One of the keys to her win was taking the chance to return to Europe for a few weeks, working on her game, competing, and getting away from the “grind” of tournament golf in the United States.

“I got to have a few days at home after playing a couple events over in Europe. That was massive,” she added. “I got to see my coaches which definitely helped but being able to reset and get away from it all, because it is a grind out here and you can beat yourself up quite quickly, just to see the people that I love and refresh mentally and physically definitely put me in a good space coming out here.”

But afterwards, MacLaren offered a fresh and insightful perspective on her maiden win in the US, describing how she had come to terms with being unable to convert a three-shot lead into victory just a few weeks beforehand, resisting the temptation to post a negative blog about her negative experience.
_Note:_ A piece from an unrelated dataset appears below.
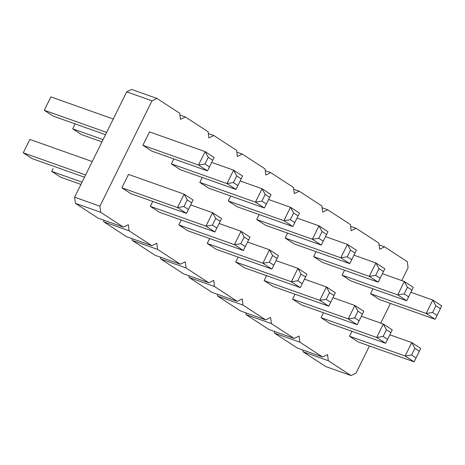 <?xml version="1.0" encoding="UTF-8"?>
<svg xmlns="http://www.w3.org/2000/svg" width="465" height="465" viewBox="0 0 465 465"><rect width="100%" height="100%" fill="white"/><g stroke="black" fill="none" stroke-linecap="round" stroke-linejoin="round"><path stroke-width="0.7" d="M369.437 345.977L356.004 373.157L351.058 375.551L325.767 366.577L303.006 351.738L302.791 349.971M351.058 375.551L328.296 360.712L327.552 354.603L322.605 356.998L299.838 342.159L299.094 336.05L294.147 338.444L271.386 323.605L270.642 317.496L265.695 319.891L242.933 305.052L242.189 298.943L237.243 301.337L214.475 286.498L213.731 280.389L208.785 282.784L186.023 267.945L185.279 261.836L180.333 264.23L157.571 249.391L156.827 243.282L151.875 245.677L129.113 230.838L128.369 224.729L123.423 227.123L100.661 212.284L99.917 206.175L151.985 100.818L156.932 98.423L179.699 113.262L180.443 119.371L185.39 116.977L208.151 131.816L208.895 137.925L213.842 135.53L236.604 150.369L237.348 156.478L242.294 154.084L265.062 168.923L265.806 175.032L270.752 172.637L293.514 187.476L294.258 193.585L299.204 191.191L321.966 206.03L322.71 212.139L327.662 209.744L350.424 224.583L351.168 230.692L356.114 228.298L378.876 243.137L379.62 249.246L384.567 246.851L407.334 261.69L408.072 267.799L401.754 280.593M390.461 303.447L380.73 323.123M328.296 360.712L303.006 351.738M323.495 312.759L321.059 317.688L330.022 323.53L385.654 343.275L392.274 329.883L383.311 324.035L361.392 316.258M295.037 294.206L292.601 299.135L301.564 304.976L357.201 324.721L363.822 311.329L354.859 305.482L332.94 297.705M266.584 275.652L264.149 280.581L273.112 286.428L328.749 306.168L335.37 292.776L326.407 286.928L304.488 279.151M287.603 233.122L285.167 238.051L294.13 243.893L349.767 263.638L356.388 250.246L347.425 244.398L325.506 236.621M316.06 251.675L313.625 256.604L322.588 262.446L378.219 282.191L384.84 268.799L375.877 262.952L353.958 255.175M344.513 270.229L342.077 275.158L351.04 281L406.677 300.745L413.298 287.353L404.335 281.505L382.416 273.728M209.674 238.545L207.239 243.474L216.202 249.321L271.839 269.061L278.459 255.669L269.497 249.827L247.578 242.044M230.698 196.015L228.263 200.944L237.22 206.786L292.857 226.531L299.477 213.139L290.515 207.291L268.596 199.514M259.15 214.568L256.715 219.497L265.678 225.339L321.315 245.084L327.935 231.692L318.973 225.845L297.054 218.068M238.132 257.099L235.697 262.028L244.654 267.875L300.291 287.614L306.912 274.222L297.949 268.375L276.03 260.598M149.515 131.891L142.895 145.283L151.857 151.131L207.495 170.87L214.115 157.478L205.152 151.637L149.515 131.891M173.788 158.908L171.353 163.837L180.315 169.684L235.947 189.424L242.567 176.032L233.61 170.184L211.685 162.407M152.764 201.438L150.329 206.367L159.292 212.214L214.929 231.959L221.549 218.562L212.586 212.72L190.667 204.937M128.497 174.422L121.877 187.814L130.839 193.661L186.477 213.406L193.097 200.008L184.134 194.167L128.497 174.422M181.222 219.992L178.787 224.921L187.75 230.768L243.381 250.507L250.001 237.115L241.044 231.274L219.125 223.491M202.24 177.461L199.805 182.39L208.768 188.238L264.405 207.977L271.025 194.585L262.062 188.738L240.143 180.961M351.947 331.312L349.511 336.242L358.474 342.083L414.112 361.828L420.732 348.436L411.769 342.589L389.85 334.812M372.965 288.782L370.529 293.711L379.492 299.553L435.13 319.298L441.75 305.906L432.787 300.059L410.868 292.282M322.605 356.998L297.315 348.023L274.553 333.184L274.338 331.417M294.147 338.444L268.863 329.47L246.095 314.631L245.88 312.864M265.695 319.891L240.405 310.916L217.643 296.077L217.428 294.31M237.243 301.337L211.953 292.363L189.185 277.524L188.97 275.757M208.785 282.784L183.495 273.809L160.733 258.97L160.518 257.203M180.333 264.23L155.043 255.256L132.281 240.417L132.066 238.65M151.875 245.677L126.59 236.702L103.823 221.863L103.608 220.096M123.423 227.123L98.132 218.149L75.371 203.31L74.627 197.201L126.695 91.843L131.647 89.449L156.932 98.423M384.567 246.851L379.091 244.904M299.838 342.159L274.553 333.184M356.114 228.298L350.639 226.35M271.386 323.605L246.095 314.631M327.662 209.744L322.181 207.797M242.933 305.052L217.643 296.077M299.204 191.191L293.729 189.243M214.475 286.498L189.185 277.524M270.752 172.637L265.277 170.69M186.023 267.945L160.733 258.97M242.294 154.084L236.819 152.136M157.571 249.391L132.281 240.417M213.842 135.53L208.367 133.583M129.113 230.838L103.823 221.863M185.39 116.977L179.914 115.029M100.661 212.284L75.371 203.31M99.917 206.175L74.627 197.201M151.985 100.818L126.695 91.843M385.654 343.275L376.691 337.433L321.059 317.688M387.601 339.363L383.119 336.445L376.691 337.433L383.311 324.035L386.427 329.743L390.908 332.667M357.201 324.721L348.239 318.88L292.601 299.135M359.143 320.809L354.661 317.891L348.239 318.88L354.859 305.482L357.974 311.19L362.456 314.113M264.149 280.581L319.786 300.326L326.407 286.928L329.522 292.636L333.998 295.56M329.522 292.636L326.209 299.338L319.786 300.326L328.749 306.168M285.167 238.051L340.804 257.796L347.425 244.398L350.54 250.106L355.022 253.03M350.54 250.106L347.227 256.808L340.804 257.796L349.767 263.638M378.219 282.191L369.257 276.35L313.625 256.604M380.167 278.279L375.685 275.361L369.257 276.35L375.877 262.952L378.992 268.66L383.474 271.583M406.677 300.745L397.715 294.903L342.077 275.158M408.619 296.833L404.137 293.909L397.715 294.903L404.335 281.505L407.45 287.213L411.926 290.137M207.239 243.474L262.876 263.219L269.497 249.827L272.612 255.529L277.094 258.453M272.612 255.529L269.299 262.231L262.876 263.219L271.839 269.061M292.857 226.531L283.894 220.689L228.263 200.944M294.804 222.619L290.323 219.701L283.894 220.689L290.515 207.291L293.63 212.999L298.112 215.923M321.315 245.084L312.352 239.243L256.715 219.497M323.256 241.172L318.775 238.254L312.352 239.243L318.973 225.845L322.082 231.553L326.564 234.476M300.291 287.614L291.328 281.773L235.697 262.028M302.238 283.702L297.757 280.784L291.328 281.773L297.949 268.375L301.064 274.083L305.546 277.006M207.495 170.87L198.532 165.029L142.895 145.283M209.436 166.958L204.955 164.04L198.532 165.029L205.152 151.637L208.268 157.339L212.749 160.262M171.353 163.837L226.99 183.582L233.61 170.184L236.72 175.892L241.201 178.816M236.72 175.892L233.413 182.594L226.99 183.582L235.947 189.424M150.329 206.367L205.966 226.112L212.586 212.72L215.702 218.422L220.183 221.346M215.702 218.422L212.395 225.124L205.966 226.112L214.929 231.959M121.877 187.814L177.514 207.559L184.134 194.167L187.25 199.874L191.731 202.792M187.25 199.874L183.937 206.57L177.514 207.559L186.477 213.406M178.787 224.921L234.424 244.666L241.044 231.274L244.154 236.976L248.636 239.899M244.154 236.976L240.847 243.677L234.424 244.666L243.381 250.507M264.405 207.977L255.442 202.136L199.805 182.39M266.346 204.065L261.865 201.147L255.442 202.136L262.062 188.738L265.178 194.446L269.659 197.369M414.112 361.828L405.149 355.987L349.511 336.242M416.053 357.916L411.572 354.998L405.149 355.987L411.769 342.589L414.885 348.297L419.366 351.22M435.13 319.298L426.167 313.457L370.529 293.711M437.071 315.386L432.59 312.463L426.167 313.457L432.787 300.059L435.903 305.767L440.384 308.69M113.262 119.023L50.888 96.889L45.634 107.496L44.268 110.281L53.231 116.128L105.526 134.687M106.642 132.42L44.268 110.281L50.888 96.889M103.091 139.61L72.726 128.834L75.161 123.911M101.969 141.877L81.689 134.681L72.726 128.834L75.15 123.905M82.067 182.141L51.702 171.37L53.074 168.58L51.702 171.37L60.665 177.212L80.951 184.407M92.244 161.553L29.87 139.419L23.25 152.816L29.87 139.419M85.624 174.95L23.25 152.816L32.213 158.658L84.502 177.217M383.119 336.445L386.427 329.743M354.661 317.891L357.974 311.19M326.209 299.338L330.691 302.256M347.227 256.808L351.709 259.726M375.685 275.361L378.992 268.66M404.137 293.909L407.45 287.213M269.299 262.231L273.78 265.149M290.323 219.701L293.63 212.999M318.775 238.254L322.082 231.553M297.757 280.784L301.064 274.083M204.955 164.04L208.268 157.339M233.413 182.594L237.894 185.512M212.395 225.124L216.87 228.042M183.937 206.57L188.418 209.488M240.847 243.677L245.328 246.595M261.865 201.147L265.178 194.446M411.572 354.998L414.885 348.297M432.59 312.463L435.903 305.767"/></g></svg>

“A few weeks ago, after a Symetra event when I held a three-shot lead overnight and wound up finishing third after a final round 73, I started writing a blog. I titled it “winning… even though I didn’t.” Much like the tournament I was trying to write about, I didn’t finish it,” she wrote.

“I wanted to make a connection between what I’d felt that week – playing well enough to lead a tournament, having finally found a way (with incredibly painful reluctance) to let go of my expectations – and Phil Mickelson winning the PGA Championship – but it felt too hollow. Everything I’d felt for two rounds disappeared the moment I stepped onto the first green of the last round. 

“I know a lot of my writing skews negative. It’s not because I don’t love golf – that never wavers, even when I overwhelmingly detest it – but more because there are so many intricacies to playing well and getting results. Players who miss cuts or shoot over par on the weekends or don’t win – the latter of which is 99% of the field – don’t tend to get interviewed too often, so we don’t get to hear the best players in the world talk about how damn difficult it is, even for them, so much of the time. The questions we hear more often are directed to the leaders, or the winners, along the lines of “how great does it feel to shoot 64/win this tournament/go home with $5 million?” 

“The thing is, in those moments, it really does just feel great.

“In those moments, everything else makes sense.

“In those moments, the darkness is irrelevant.”

Wise words, indeed, for a motivated, thoughtful young lady who could yet become one of the top driving forces in making wholesale improvements in all areas for the women’s game. Meghan is a lady of many talents, and anyone looking for inspiration could do a lot worse than read, listen and learn from her.